Perú: Tu marcha golpista

Juan Manuel Robles

El principal problema de tus marchas es que para tumbar a un gobierno necesitarías primero indignarte: la indignación no se puede fingir, y eso que tú sientes está bien lejos de serlo. El rechazo que tienes por Pedro Castillo es una combinación de racismo, clasismo, vergüenza arribista y mucha frustración porque este país no volvió a ser el mismo tigre neoliberal aterrado que era antes de la pandemia (y culpas a Castillo por los números malos, a pesar de todas las evidencias de lo contrario). Es un lamento muy amargo como el peor de los berrinches. Pero no es indignación. No puede serlo. La indignación, que nos mueve a ponernos las zapatillas cuando toca hacerlo, es un sentimiento de incomodidad mezclado con cierto miedo y angustia. No se ejerce desde el poder ni la prepotencia. Se padece en el cuerpo. Temblar de indignación, decimos.

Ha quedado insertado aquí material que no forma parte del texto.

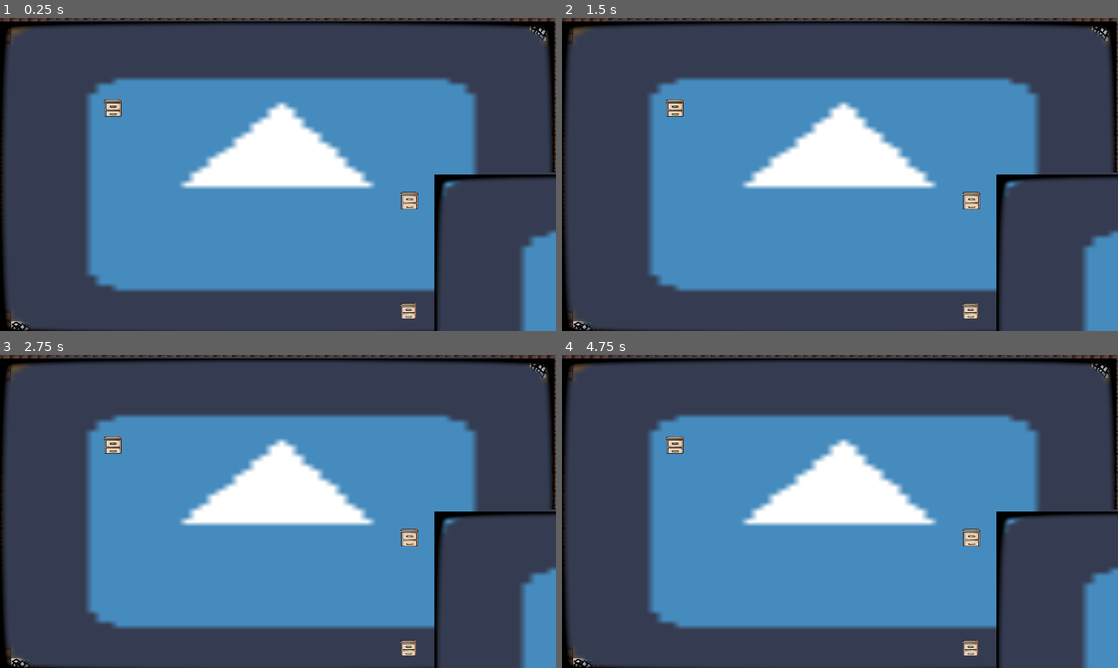
Above: before the commit, frames 1-4 (two rows, left to right).
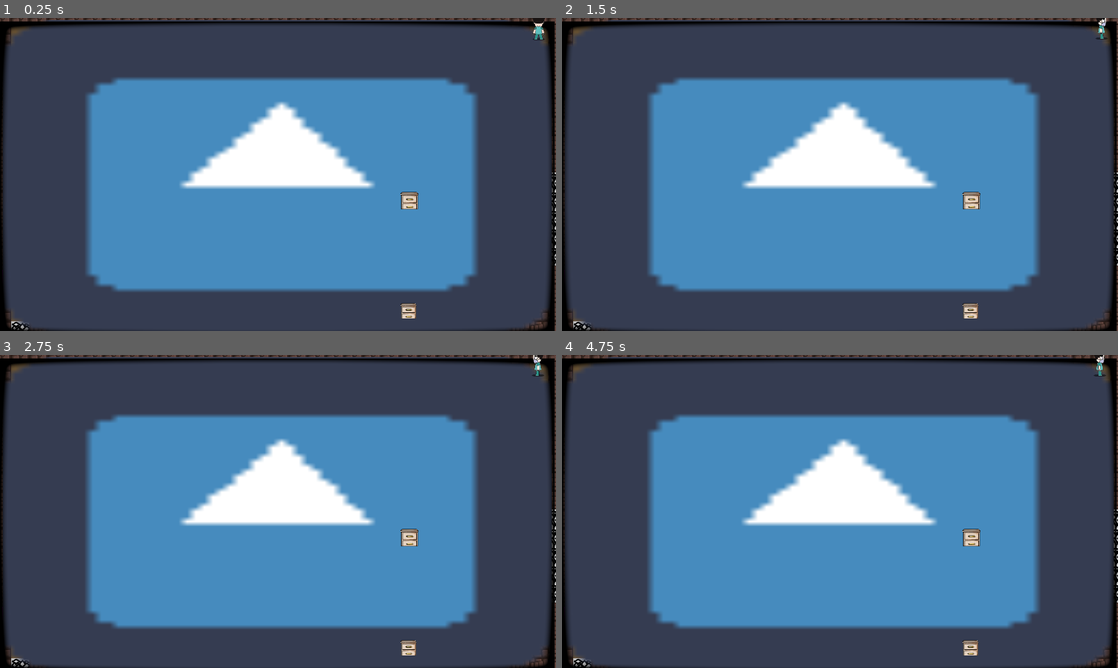
Above: after the commit, the same moments.

Repository: GaEsRaRe/UPCGameJam2018
Game: Godot game, scene res://Scenes/1-7.tscn
Same seed, same stepped clock (60 frames per second), same inputs: the game is played once before the commit and once after it. This scene is started directly instead of the project's main scene. The engine's default icon, where the game draws it, is replaced by a stand-in: a white triangle on a blue panel in a dark square.
Inputs:
- Up to frame 1 (0.25 s): no input
- Up to frame 2 (1.5 s): tap Enter at 0.5 s; hold Right (ui_right) from 0.53 s (still down); tap Up (ui_up) at 0.77 s; tap Space at 1.25 s
- Up to frame 3 (2.75 s): tap Up (ui_up) at 1.52 s; tap Enter at 2 s; release Right (ui_right) at 2.03 s; hold Left (ui_left) from 2.03 s (still down)
- Up to frame 4 (4.75 s): tap Space at 2.75, 4.25 s; release Left (ui_left) at 2.78 s; hold Right (ui_right) 2.78-4.28 s; tap Up (ui_up) at 3.02, 3.77, 4.52 s; tap Enter at 3.5 s; hold Left (ui_left) from 4.28 s (still down)

The runs differ from the first frame. In frame 1, 5.5% of the frame differs, in the area x 18-100%, y 0-100%; in frame 2, 5.5%; in frame 3, 5.5%; in frame 4, 5.5%.

Commit message:
Arreglando sus mierdas

Diff:
--- a/Assets/Player.tscn
+++ b/Assets/Player.tscn
@@ -1,17 +1,17 @@
 [gd_scene load_steps=15 format=2]
 
 [ext_resource path="res://Scripts/player.gd" type="Script" id=1]
-[ext_resource path="res://Sprites/Stand/player_right.png" type="Texture" id=2]
-[ext_resource path="res://Sprites/Stand/player_right_closed.png" type="Texture" id=3]
-[ext_resource path="res://Sprites/Stand/player_left.png" type="Texture" id=4]
-[ext_resource path="res://Sprites/Stand/player_left_closed.png" type="Texture" id=5]
-[ext_resource path="res://Sprites/Stand/player_front.png" type="Texture" id=6]
-[ext_resource path="res://Sprites/Stand/player_down.png" type="Texture" id=7]
-[ext_resource path="res://Sprites/Stand/player_down_closed.png" type="Texture" id=8]
+[ext_resource path="res://Sprites/Stand/player_front.png" type="Texture" id=2]
+[ext_resource path="res://Sprites/Stand/player_right.png" type="Texture" id=3]
+[ext_resource path="res://Sprites/Stand/player_right_closed.png" type="Texture" id=4]
+[ext_resource path="res://Sprites/Stand/player_down.png" type="Texture" id=5]
+[ext_resource path="res://Sprites/Stand/player_down_closed.png" type="Texture" id=6]
+[ext_resource path="res://Sprites/Stand/player_left.png" type="Texture" id=7]
+[ext_resource path="res://Sprites/Stand/player_left_closed.png" type="Texture" id=8]
 [ext_resource path="res://Sprites/Run/running_down.png" type="Texture" id=9]
-[ext_resource path="res://Sprites/Run/running_up.png" type="Texture" id=10]
-[ext_resource path="res://Sprites/Run/running_right.png" type="Texture" id=11]
-[ext_resource path="res://Sprites/Run/running_left.png" type="Texture" id=12]
+[ext_resource path="res://Sprites/Run/running_left.png" type="Texture" id=10]
+[ext_resource path="res://Sprites/Run/running_up.png" type="Texture" id=11]
+[ext_resource path="res://Sprites/Run/running_right.png" type="Texture" id=12]
 
 [sub_resource type="RectangleShape2D" id=1]
 
@@ -21,24 +21,24 @@
 [sub_resource type="SpriteFrames" id=2]
 
 animations = [ {
-"frames": [ ExtResource( 2 ), ExtResource( 2 ), ExtResource( 2 ), ExtResource( 2 ), ExtResource( 2 ), ExtResource( 3 ), ExtResource( 2 ), ExtResource( 2 ), ExtResource( 2 ), ExtResource( 2 ), ExtResource( 2 ), ExtResource( 3 ) ],
+"frames": [ ExtResource( 2 ) ],
+"loop": true,
+"name": "UP",
+"speed": 5.0
+}, {
+"frames": [ ExtResource( 3 ), ExtResource( 3 ), ExtResource( 3 ), ExtResource( 3 ), ExtResource( 3 ), ExtResource( 4 ), ExtResource( 3 ), ExtResource( 3 ), ExtResource( 3 ), ExtResource( 3 ), ExtResource( 3 ), ExtResource( 4 ) ],
 "loop": true,
 "name": "RIGHT",
 "speed": 2.0
 }, {
-"frames": [ ExtResource( 4 ), ExtResource( 4 ), ExtResource( 4 ), ExtResource( 4 ), ExtResource( 4 ), ExtResource( 5 ), ExtResource( 4 ), ExtResource( 4 ), ExtResource( 4 ), ExtResource( 4 ), ExtResource( 4 ), ExtResource( 5 ) ],
+"frames": [ ExtResource( 5 ), ExtResource( 5 ), ExtResource( 5 ), ExtResource( 5 ), ExtResource( 5 ), ExtResource( 6 ), ExtResource( 5 ), ExtResource( 5 ), ExtResource( 5 ), ExtResource( 5 ), ExtResource( 5 ), ExtResource( 6 ) ],
 "loop": true,
-"name": "LEFT",
+"name": "DOWN",
 "speed": 2.0
-}, {
-"frames": [ ExtResource( 6 ) ],
-"loop": true,
-"name": "UP",
-"speed": 5.0
 }, {
 "frames": [ ExtResource( 7 ), ExtResource( 7 ), ExtResource( 7 ), ExtResource( 7 ), ExtResource( 7 ), ExtResource( 8 ), ExtResource( 7 ), ExtResource( 7 ), ExtResource( 7 ), ExtResource( 7 ), ExtResource( 7 ), ExtResource( 8 ) ],
 "loop": true,
-"name": "DOWN",
+"name": "LEFT",
 "speed": 2.0
 }, {
 "frames": [ ExtResource( 9 ) ],
@@ -48,22 +48,22 @@
 }, {
 "frames": [ ExtResource( 10 ) ],
 "loop": true,
-"name": "RUN_UP",
+"name": "RUN_LEFT",
 "speed": 5.0
 }, {
 "frames": [ ExtResource( 11 ) ],
 "loop": true,
-"name": "RUN_RIGHT",
+"name": "RUN_UP",
 "speed": 5.0
 }, {
 "frames": [ ExtResource( 12 ) ],
 "loop": true,
-"name": "RUN_LEFT",
+"name": "RUN_RIGHT",
 "speed": 5.0
 } ]
 _sections_unfolded = [ "Resource" ]
 
-[node name="Player" type="KinematicBody2D"]
+[node name="Player" type="KinematicBody2D" index="0"]
 
 z_index = 2
 input_pickable = false
--- a/Scenes/1-7.tscn
+++ b/Scenes/1-7.tscn
@@ -10,26 +10,9 @@
 [ext_resource path="res://Assets/Screen.tscn" type="PackedScene" id=8]
 [ext_resource path="res://Assets/Box.tscn" type="PackedScene" id=9]
 
-[sub_resource type="GDScript" id=1]
-
-script/source = "extends Node2D
-
-# class member variables go here, for example:
-# var a = 2
-# var b = \"textvar\"
-
-func _ready():
-	# Called when the node is added to the scene for the first time.
-	# Initialization here
-	pass
-
-func ta():
-	print(\"ta\")"
-
 [node name="0-0" type="Node2D" index="0"]
 
 position = Vector2( 0, 64 )
-script = SubResource( 1 )
 
 [node name="Reset-ear" parent="." index="0" instance=ExtResource( 1 )]
 
@@ -52,7 +35,7 @@
 collision_mask = 1
 occluder_light_mask = 1
 format = 1
-tile_data = PoolIntArray( -1048554, 2, 0, -983019, 2, 0, -917484, 2, 0, -851949, 2, 0, -786414, 2, 0, -720879, 2, 0, -589848, -1610612734, 0, -589847, -161061 …(11083 unchanged characters)…
+tile_data = PoolIntArray( -589848, -1610612734, 0, -589847, -161061 …(11083 unchanged characters)…
 _sections_unfolded = [ "Z Index" ]
 
 [node name="Camera2D" type="Camera2D" parent="." index="2"]
@@ -80,98 +63,81 @@
 editor_draw_screen = true
 editor_draw_limits = false
 editor_draw_drag_margin = false
-script = ExtResource( 3 )
 _sections_unfolded = [ "Limit", "Transform" ]
 
 [node name="Player" parent="." index="3" groups=[
 "Player",
-] instance=ExtResource( 4 )]
+] instance=ExtResource( 3 )]
 
 position = Vector2( 320, -576 )
 scale = Vector2( 0.9, 0.9 )
 
-[node name="Spike13" parent="." index="4" instance=ExtResource( 5 )]
+[node name="Spike13" parent="." index="4" instance=ExtResource( 4 )]
 
 position = Vector2( 0, -192 )
 
-[node name="DoorWithKey" parent="." index="5" instance=ExtResource( 6 )]
+[node name="DoorWithKey" parent="." index="5" instance=ExtResource( 5 )]
 
 position = Vector2( -1536, 272 )
 scale = Vector2( 1, 1.5 )
 
-[node name="Key" parent="." index="6" instance=ExtResource( 7 )]
+[node name="Key" parent="." index="6" instance=ExtResource( 6 )]
 
 position = Vector2( -1344, -512 )
 
-[node name="Spike14" parent="." index="7" instance=ExtResource( 5 )]
+[node name="Spike14" parent="." index="7" instance=ExtResource( 4 )]
 
 position = Vector2( -64, -192 )
 
-[node name="Spike2" parent="." index="8" instance=ExtResource( 5 )]
+[node name="Spike2" parent="." index="8" instance=ExtResource( 4 )]
 
 position = Vector2( 384, 64 )
 
-[node name="Spike3" parent="." index="9" instance=ExtResource( 5 )]
+[node name="Spike3" parent="." index="9" instance=ExtResource( 4 )]
 
 position = Vector2( 384, 128 )
 
-[node name="Spike" parent="." index="10" instance=ExtResource( 5 )]
+[node name="Spike" parent="." index="10" instance=ExtResource( 4 )]
 
 position = Vector2( 384, 0 )
 
-[node name="Spike4" parent="." index="11" instance=ExtResource( 5 )]
+[node name="Spike4" parent="." index="11" instance=ExtResource( 4 )]
 
 position = Vector2( 384, 192 )
 
-[node name="Spike5" parent="." index="12" instance=ExtResource( 5 )]
+[node name="Spike5" parent="." index="12" instance=ExtResource( 4 )]
 
 position = Vector2( -1408, -448 )
 
-[node name="Spike6" parent="." index="13" instance=ExtResource( 5 )]
+[node name="Spike6" parent="." index="13" instance=ExtResource( 4 )]
 
 position = Vector2( -1408, -384 )
 
-[node name="Spike7" parent="." index="14" instance=ExtResource( 5 )]
+[node name="Spike7" parent="." index="14" instance=ExtResource( 4 )]
 
 position = Vector2( -1408, -320 )
 
-[node name="Spike8" parent="." index="15" instance=ExtResource( 5 )]
+[node name="Spike8" parent="." index="15" instance=ExtResource( 4 )]
 
 position = Vector2( -1408, -256 )
 
-[node name="Spike9" parent="." index="16" instance=ExtResource( 5 )]
+[node name="Spike9" parent="." index="16" instance=ExtResource( 4 )]
 
 position = Vector2( -1408, -192 )
 
-[node name="Boxes" type="Node" parent="." index="17"]
-
-editor/display_folded = true
-
-[node name="Box" parent="Boxes" index="0" instance=ExtResource( 8 )]
-
-position = Vector2( -128, 448 )
-scale = Vector2( 0.9, 0.9 )
-collision/safe_margin = 0.001
-_sections_unfolded = [ "Collision", "Pickable", "Transform", "collision" ]
-
-[node name="Box2" parent="Boxes" index="1" instance=ExtResource( 8 )]
-
-position = Vector2( -128, 64 )
-_sections_unfolded = [ "Collision", "Transform", "collision" ]
-
-[node name="Breakable" parent="." index="18" instance=ExtResource( 9 )]
+[node name="Breakable" parent="." index="17" instance=ExtResource( 7 )]
 
 position = Vector2( -832, -512 )
 
-[node name="Breakable2" parent="." index="19" instance=ExtResource( 9 )]
+[node name="Breakable2" parent="." index="18" instance=ExtResource( 7 )]
 
 position = Vector2( -1344, -448 )
 
-[node name="Breakable3" parent="." index="20" instance=ExtResource( 9 )]
+[node name="Breakable3" parent="." index="19" instance=ExtResource( 7 )]
 
 position = Vector2( 64, 192 )
 
-[node name="Breakable4" parent="." index="21" instance=ExtResource( 9 )]
+[node name="Breakable4" parent="." index="20" instance=ExtResource( 7 )]
 
 position = Vector2( -1152, -320 )
 
--- a/Scripts/player.gd
+++ b/Scripts/player.gd
@@ -6,6 +6,7 @@
 var is_dashing = false
 onready var character_sprite = get_node("AnimatedSprite")
 onready var tween = get_node("Tween")
+onready var camera = get_parent().get_node("Camera2D")
 var on_tween = false
 var old_direction
 var direction = Movement.NONE
@@ -81,6 +82,8 @@
 			move_and_slide(globals.DOWN * speed, Vector2(0,-1))
 			if is_on_floor():
 				character_sprite.play("DOWN")
+				if is_dashing:
+					pass
 				_kill_movement()
 		Movement.LEFT:
 			move_and_slide(globals.LEFT * speed, Vector2(0,-1))

Pero qué vas a saber de indignación si, para empezar, al que asume los costos de seguir sus principios lo llamas cojudigno.

La indignación nos toma por asalto y nos hace reaccionar al unísono (cómo así miles de personas se ponen de pie simultáneamente, es algo misterioso y bello). La pseudoindignación provoca un evento programado con la misma antelación tranquila con que se prepara un Corso de Wong. La indignación real nos hace salir a pie a territorios que sabemos tomados por esbirros enemigos. La indignación de mentira provoca expediciones en bus cama, como colonos con Google Maps en el lejano Centro de Lima.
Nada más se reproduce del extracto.